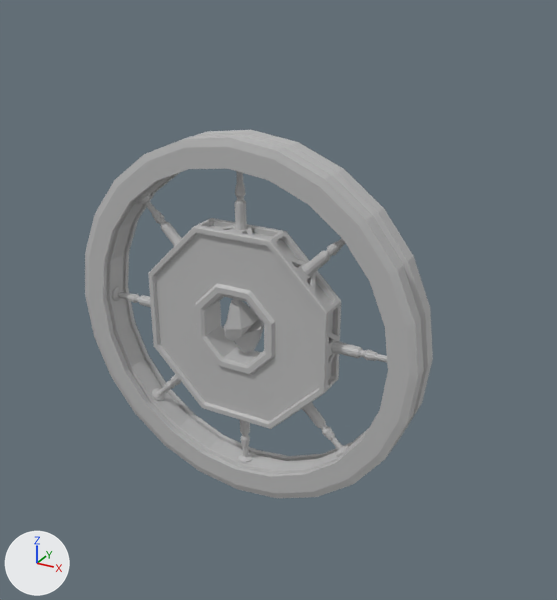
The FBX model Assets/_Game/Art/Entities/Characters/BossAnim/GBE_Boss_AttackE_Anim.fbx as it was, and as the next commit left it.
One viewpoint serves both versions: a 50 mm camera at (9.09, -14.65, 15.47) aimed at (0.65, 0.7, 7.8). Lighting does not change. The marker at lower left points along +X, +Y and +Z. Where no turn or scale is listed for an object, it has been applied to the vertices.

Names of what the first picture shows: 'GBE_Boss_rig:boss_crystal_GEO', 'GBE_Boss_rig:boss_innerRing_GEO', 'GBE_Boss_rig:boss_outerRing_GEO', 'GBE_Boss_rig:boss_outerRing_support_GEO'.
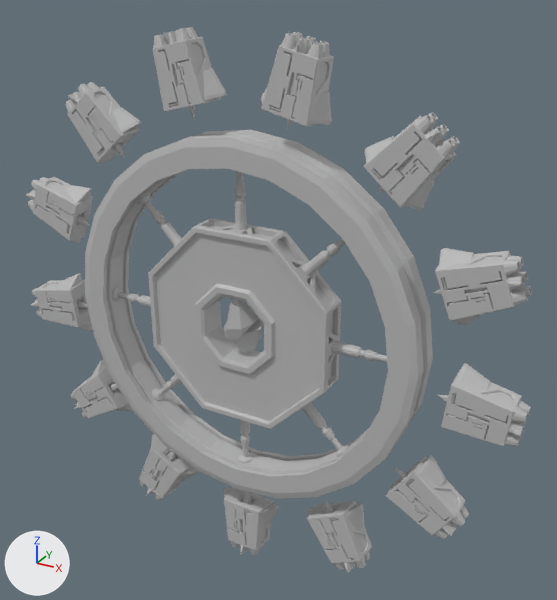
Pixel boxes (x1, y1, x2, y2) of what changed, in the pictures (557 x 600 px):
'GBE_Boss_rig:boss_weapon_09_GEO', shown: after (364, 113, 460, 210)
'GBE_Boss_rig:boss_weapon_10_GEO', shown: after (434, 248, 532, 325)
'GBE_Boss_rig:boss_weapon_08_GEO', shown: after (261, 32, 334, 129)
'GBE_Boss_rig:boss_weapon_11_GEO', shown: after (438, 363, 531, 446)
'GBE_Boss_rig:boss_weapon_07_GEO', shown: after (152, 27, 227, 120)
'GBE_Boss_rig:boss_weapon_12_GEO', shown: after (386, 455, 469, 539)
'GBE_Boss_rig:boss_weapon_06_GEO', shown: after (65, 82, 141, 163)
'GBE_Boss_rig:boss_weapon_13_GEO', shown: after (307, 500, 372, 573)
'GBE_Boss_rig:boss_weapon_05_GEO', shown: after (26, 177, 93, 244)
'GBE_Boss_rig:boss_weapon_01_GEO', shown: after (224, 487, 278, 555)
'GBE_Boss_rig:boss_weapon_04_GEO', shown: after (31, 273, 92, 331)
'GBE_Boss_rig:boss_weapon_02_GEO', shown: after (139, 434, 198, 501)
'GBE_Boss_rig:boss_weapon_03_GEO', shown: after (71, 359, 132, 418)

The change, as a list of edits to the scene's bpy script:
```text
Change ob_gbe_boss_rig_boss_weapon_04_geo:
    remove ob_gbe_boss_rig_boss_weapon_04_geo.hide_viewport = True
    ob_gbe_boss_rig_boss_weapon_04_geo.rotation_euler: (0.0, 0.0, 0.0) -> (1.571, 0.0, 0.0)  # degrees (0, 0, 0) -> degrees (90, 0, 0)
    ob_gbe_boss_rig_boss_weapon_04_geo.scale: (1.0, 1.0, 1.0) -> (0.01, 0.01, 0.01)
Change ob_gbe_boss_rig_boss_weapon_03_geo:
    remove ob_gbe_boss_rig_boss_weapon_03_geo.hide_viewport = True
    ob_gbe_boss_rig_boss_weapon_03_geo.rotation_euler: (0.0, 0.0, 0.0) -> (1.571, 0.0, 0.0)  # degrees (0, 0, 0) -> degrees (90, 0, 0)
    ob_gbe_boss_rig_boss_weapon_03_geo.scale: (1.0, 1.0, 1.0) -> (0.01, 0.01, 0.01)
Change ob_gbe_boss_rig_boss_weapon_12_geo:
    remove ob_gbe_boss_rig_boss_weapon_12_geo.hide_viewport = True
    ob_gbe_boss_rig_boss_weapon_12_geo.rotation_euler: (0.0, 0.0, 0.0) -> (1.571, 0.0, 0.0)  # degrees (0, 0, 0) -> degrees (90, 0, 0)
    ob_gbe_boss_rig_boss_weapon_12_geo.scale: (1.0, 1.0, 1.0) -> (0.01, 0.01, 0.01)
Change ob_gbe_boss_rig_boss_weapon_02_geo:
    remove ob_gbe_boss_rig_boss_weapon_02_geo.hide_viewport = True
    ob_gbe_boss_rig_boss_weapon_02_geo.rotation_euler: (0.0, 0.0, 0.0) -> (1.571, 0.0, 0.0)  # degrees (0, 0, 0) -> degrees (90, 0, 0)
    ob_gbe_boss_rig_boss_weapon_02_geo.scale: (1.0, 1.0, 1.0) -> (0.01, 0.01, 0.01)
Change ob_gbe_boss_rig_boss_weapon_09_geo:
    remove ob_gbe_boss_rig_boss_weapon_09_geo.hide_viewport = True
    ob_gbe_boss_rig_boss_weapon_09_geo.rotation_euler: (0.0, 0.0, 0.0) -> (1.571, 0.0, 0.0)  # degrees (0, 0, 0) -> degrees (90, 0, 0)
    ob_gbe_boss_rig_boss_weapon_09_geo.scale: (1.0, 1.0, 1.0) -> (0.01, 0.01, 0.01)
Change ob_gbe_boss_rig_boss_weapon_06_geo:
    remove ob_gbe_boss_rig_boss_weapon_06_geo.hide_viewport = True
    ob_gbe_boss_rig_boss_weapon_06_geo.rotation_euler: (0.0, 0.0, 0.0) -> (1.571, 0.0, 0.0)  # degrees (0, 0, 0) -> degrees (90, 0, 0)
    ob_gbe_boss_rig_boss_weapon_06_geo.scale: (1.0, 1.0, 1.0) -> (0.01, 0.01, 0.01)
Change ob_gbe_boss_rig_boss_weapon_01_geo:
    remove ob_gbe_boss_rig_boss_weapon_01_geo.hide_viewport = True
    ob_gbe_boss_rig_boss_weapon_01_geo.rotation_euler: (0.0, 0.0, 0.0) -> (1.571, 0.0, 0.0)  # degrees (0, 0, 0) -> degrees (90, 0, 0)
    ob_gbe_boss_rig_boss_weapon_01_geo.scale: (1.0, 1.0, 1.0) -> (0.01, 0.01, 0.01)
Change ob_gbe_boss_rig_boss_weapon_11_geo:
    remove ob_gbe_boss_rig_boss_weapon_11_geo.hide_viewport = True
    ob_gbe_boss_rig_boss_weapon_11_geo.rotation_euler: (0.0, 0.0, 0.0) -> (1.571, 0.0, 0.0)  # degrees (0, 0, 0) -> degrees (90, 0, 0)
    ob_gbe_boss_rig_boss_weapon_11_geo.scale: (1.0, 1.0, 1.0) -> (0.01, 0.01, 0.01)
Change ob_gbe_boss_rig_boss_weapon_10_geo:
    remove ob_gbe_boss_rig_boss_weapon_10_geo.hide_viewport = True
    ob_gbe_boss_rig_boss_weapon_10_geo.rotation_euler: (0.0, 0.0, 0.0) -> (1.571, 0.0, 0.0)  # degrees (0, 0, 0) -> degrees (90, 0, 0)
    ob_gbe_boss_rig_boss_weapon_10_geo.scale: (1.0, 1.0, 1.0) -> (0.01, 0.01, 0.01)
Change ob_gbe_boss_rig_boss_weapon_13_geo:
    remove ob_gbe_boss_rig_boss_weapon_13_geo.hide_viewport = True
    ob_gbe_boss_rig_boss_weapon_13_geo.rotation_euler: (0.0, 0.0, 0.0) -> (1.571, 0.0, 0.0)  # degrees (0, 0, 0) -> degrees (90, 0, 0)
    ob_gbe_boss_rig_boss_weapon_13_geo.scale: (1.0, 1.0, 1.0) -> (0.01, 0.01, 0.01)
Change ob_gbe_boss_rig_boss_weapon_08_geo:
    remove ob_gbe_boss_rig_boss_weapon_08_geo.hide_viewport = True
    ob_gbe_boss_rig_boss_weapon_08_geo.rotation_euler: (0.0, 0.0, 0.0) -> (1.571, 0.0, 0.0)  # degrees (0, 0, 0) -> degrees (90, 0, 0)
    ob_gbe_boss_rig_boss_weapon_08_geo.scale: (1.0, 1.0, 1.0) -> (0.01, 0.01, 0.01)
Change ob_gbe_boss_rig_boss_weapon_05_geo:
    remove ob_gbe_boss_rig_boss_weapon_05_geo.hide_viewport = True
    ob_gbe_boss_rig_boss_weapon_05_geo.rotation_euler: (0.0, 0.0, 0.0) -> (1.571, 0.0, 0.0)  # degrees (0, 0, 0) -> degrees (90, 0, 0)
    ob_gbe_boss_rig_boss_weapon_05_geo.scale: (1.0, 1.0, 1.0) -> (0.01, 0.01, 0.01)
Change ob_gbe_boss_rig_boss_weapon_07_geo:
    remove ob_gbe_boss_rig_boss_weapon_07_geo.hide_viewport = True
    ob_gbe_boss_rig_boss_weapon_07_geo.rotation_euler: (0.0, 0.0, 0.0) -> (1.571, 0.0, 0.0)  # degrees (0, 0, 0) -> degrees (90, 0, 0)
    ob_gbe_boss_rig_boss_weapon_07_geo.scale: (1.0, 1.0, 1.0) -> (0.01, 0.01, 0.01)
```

....

## WHAT THE TASK ASKS
Using the data above, show each line where "left" occurs.

## SOLUTION BELOW
The FBX model Assets/_Game/Art/Entities/Characters/BossAnim/GBE_Boss_AttackE_Anim.fbx as it was, and as the next commit left it.
One viewpoint serves both versions: a 50 mm camera at (9.09, -14.65, 15.47) aimed at (0.65, 0.7, 7.8). Lighting does not change. The marker at lower left points along +X, +Y and +Z. Where no turn or scale is listed for an object, it has been applied to the vertices.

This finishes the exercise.